● Problem
Could you filter the listing for lines with the word "disabled" and return them?

● Data to use
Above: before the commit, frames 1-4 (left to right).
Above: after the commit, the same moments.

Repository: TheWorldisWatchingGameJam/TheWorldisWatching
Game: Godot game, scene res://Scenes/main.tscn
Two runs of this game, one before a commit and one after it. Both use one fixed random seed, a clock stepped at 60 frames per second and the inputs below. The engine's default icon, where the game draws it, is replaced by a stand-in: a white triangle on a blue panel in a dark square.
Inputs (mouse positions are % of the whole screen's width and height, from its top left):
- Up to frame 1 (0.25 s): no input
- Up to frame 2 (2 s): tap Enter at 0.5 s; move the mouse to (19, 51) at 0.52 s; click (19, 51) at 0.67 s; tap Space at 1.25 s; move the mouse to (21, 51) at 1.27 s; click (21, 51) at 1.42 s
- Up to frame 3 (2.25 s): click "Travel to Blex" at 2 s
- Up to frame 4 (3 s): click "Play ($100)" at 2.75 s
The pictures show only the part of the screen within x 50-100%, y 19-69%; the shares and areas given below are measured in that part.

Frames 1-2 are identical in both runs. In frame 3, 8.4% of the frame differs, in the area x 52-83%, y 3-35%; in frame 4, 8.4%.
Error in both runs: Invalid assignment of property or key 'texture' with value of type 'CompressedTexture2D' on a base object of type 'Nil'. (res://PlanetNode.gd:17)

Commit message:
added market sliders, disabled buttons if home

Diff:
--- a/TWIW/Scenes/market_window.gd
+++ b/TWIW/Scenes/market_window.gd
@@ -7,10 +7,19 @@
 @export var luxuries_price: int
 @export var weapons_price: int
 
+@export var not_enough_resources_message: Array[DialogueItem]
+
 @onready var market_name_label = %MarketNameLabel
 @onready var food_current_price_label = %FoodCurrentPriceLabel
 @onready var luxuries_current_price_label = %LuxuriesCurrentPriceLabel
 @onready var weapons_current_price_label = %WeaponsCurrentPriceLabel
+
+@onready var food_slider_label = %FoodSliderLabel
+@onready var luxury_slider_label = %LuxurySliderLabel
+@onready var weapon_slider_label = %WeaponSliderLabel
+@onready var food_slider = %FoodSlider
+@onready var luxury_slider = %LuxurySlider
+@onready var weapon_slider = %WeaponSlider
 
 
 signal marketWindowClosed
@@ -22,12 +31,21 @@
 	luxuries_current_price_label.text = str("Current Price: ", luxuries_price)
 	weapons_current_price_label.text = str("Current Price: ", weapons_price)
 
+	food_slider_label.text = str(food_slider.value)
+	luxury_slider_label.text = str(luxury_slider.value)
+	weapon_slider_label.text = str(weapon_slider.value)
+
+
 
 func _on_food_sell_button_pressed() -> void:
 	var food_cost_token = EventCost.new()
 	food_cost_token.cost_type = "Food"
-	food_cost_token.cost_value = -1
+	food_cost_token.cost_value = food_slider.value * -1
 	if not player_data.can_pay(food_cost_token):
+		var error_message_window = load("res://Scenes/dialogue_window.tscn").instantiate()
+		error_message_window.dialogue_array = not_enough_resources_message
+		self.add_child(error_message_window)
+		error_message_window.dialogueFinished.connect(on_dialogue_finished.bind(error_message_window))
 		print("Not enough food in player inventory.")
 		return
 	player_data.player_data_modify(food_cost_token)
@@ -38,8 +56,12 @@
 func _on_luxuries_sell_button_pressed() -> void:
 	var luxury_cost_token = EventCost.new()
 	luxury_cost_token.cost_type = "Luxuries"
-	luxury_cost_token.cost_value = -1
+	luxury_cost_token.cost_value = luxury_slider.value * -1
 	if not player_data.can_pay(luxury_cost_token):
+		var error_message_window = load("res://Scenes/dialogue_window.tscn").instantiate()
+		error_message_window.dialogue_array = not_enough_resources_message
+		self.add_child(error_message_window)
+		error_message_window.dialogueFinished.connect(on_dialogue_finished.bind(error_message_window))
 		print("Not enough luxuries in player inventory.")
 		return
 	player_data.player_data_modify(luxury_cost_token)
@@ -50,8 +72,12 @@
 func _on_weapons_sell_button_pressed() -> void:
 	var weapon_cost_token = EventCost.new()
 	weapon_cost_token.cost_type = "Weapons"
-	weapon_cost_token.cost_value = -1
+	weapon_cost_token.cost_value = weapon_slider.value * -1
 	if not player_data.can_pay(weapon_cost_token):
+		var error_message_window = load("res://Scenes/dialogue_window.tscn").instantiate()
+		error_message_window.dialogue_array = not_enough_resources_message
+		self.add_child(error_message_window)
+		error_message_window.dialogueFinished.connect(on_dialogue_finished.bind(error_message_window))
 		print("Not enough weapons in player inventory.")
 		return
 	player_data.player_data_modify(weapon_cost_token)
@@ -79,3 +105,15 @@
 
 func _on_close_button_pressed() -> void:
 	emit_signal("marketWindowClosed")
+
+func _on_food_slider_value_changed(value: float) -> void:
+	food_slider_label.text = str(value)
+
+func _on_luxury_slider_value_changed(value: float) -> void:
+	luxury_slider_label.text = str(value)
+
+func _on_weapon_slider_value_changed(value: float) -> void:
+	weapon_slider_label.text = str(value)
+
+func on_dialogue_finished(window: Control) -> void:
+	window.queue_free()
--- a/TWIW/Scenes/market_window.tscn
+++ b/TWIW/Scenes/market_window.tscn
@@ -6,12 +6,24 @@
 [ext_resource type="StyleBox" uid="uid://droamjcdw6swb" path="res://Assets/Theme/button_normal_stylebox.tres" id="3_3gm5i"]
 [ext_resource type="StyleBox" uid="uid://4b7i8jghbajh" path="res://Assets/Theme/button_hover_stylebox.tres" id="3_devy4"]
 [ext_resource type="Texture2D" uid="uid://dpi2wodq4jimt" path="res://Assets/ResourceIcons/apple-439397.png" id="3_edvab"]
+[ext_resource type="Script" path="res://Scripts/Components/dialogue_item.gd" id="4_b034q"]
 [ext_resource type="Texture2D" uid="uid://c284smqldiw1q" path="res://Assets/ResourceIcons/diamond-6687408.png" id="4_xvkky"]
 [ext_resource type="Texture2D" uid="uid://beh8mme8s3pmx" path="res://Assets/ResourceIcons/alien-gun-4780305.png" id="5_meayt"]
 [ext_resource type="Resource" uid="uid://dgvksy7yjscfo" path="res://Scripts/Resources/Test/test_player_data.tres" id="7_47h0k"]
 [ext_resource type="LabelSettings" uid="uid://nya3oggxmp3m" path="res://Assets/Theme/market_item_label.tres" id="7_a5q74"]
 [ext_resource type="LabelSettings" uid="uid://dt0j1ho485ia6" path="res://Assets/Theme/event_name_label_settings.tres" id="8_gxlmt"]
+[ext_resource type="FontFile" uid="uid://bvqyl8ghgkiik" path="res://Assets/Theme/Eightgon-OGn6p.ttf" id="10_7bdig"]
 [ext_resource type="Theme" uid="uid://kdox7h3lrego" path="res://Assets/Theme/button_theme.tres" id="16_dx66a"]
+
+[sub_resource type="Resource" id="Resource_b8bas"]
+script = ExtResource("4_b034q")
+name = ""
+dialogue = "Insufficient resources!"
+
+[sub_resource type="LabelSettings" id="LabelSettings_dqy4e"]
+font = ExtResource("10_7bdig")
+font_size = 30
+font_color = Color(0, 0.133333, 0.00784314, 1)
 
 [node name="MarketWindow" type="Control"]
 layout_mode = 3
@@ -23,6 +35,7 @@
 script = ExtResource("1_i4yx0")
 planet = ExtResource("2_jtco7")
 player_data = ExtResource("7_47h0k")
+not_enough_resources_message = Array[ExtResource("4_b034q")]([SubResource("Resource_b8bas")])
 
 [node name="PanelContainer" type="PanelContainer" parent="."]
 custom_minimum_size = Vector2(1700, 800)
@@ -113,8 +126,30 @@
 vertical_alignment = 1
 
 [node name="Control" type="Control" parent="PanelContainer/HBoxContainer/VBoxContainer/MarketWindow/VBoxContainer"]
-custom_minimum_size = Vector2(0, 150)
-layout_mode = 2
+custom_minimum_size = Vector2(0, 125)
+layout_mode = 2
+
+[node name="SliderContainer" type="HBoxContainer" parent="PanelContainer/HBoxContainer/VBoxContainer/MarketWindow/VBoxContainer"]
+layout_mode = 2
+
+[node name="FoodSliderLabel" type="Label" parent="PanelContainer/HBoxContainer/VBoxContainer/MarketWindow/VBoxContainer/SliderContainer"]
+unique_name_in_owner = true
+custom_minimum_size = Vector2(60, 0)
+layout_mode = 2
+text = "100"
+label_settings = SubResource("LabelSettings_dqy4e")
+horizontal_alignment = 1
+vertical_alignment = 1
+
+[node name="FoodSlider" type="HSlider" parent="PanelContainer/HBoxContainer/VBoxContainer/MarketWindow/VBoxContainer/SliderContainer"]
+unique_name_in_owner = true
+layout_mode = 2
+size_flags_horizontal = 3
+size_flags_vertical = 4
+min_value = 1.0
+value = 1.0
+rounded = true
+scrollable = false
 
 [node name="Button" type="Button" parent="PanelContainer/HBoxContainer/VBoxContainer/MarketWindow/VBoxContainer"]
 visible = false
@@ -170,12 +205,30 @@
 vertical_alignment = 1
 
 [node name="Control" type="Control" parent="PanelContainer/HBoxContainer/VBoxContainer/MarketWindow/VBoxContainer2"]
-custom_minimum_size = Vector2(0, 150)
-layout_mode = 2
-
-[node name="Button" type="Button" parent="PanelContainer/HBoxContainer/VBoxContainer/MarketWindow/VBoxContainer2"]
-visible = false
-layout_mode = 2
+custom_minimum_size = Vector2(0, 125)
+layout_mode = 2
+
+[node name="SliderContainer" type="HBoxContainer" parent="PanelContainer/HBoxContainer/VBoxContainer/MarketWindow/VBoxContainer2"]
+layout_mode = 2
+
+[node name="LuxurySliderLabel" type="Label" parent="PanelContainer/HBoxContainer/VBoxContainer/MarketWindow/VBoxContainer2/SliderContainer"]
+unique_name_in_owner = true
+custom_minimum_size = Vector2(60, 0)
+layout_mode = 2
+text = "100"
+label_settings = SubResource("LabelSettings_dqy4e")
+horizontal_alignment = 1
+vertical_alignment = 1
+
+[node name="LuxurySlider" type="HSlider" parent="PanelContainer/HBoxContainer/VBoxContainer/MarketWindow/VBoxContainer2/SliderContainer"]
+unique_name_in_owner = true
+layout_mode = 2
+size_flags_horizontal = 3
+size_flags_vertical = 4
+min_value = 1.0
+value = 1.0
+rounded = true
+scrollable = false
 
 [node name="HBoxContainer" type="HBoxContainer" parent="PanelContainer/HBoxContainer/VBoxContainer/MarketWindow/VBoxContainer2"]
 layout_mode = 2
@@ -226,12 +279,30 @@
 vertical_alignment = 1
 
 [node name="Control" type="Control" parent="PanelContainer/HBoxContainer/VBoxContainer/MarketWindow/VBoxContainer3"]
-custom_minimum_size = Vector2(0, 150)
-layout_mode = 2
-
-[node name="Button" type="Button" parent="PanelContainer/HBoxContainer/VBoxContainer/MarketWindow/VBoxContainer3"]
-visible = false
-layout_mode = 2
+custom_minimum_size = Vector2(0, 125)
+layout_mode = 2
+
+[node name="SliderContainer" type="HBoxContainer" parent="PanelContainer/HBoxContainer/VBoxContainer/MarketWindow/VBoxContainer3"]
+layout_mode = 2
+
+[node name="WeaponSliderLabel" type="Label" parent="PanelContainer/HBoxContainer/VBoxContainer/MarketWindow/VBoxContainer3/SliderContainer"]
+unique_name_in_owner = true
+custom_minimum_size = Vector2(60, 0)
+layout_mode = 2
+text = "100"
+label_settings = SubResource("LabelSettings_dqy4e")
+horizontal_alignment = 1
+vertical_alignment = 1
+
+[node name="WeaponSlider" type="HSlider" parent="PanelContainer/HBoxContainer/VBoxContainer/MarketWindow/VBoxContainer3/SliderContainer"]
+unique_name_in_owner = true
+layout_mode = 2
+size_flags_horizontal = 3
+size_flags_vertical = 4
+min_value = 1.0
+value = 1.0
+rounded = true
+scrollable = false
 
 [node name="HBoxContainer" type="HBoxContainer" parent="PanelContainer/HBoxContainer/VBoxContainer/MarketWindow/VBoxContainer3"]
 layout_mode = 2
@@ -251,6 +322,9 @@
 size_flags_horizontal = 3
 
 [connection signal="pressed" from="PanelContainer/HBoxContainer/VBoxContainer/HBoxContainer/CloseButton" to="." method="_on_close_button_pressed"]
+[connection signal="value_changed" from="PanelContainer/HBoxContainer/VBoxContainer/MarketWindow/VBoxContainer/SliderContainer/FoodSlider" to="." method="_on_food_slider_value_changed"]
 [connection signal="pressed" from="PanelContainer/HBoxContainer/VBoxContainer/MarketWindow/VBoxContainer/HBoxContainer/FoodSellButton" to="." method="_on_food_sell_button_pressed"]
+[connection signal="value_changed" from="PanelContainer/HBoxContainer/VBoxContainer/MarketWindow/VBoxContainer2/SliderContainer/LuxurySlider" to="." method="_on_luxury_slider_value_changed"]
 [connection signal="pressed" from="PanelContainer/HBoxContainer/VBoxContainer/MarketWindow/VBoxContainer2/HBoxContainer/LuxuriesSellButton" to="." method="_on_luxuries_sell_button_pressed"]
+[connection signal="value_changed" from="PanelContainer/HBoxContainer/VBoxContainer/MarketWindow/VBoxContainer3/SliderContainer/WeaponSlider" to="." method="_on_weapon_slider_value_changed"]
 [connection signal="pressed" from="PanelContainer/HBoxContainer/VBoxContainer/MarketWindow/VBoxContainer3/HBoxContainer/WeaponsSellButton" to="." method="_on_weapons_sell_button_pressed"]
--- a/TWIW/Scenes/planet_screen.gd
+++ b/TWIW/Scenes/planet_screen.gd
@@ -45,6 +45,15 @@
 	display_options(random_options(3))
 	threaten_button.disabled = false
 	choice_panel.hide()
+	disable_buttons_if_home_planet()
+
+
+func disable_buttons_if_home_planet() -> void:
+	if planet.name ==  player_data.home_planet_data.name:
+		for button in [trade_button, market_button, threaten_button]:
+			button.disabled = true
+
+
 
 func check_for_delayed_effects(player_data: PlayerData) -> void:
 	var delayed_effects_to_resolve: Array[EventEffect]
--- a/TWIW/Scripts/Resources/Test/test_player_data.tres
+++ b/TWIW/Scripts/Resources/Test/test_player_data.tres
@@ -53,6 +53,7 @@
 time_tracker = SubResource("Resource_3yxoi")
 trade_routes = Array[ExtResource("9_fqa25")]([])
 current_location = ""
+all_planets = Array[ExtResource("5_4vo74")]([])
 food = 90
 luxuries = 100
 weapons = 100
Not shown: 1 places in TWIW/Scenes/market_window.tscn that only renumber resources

● Exercise result
added market sliders, disabled buttons if home
 	threaten_button.disabled = false
+			button.disabled = true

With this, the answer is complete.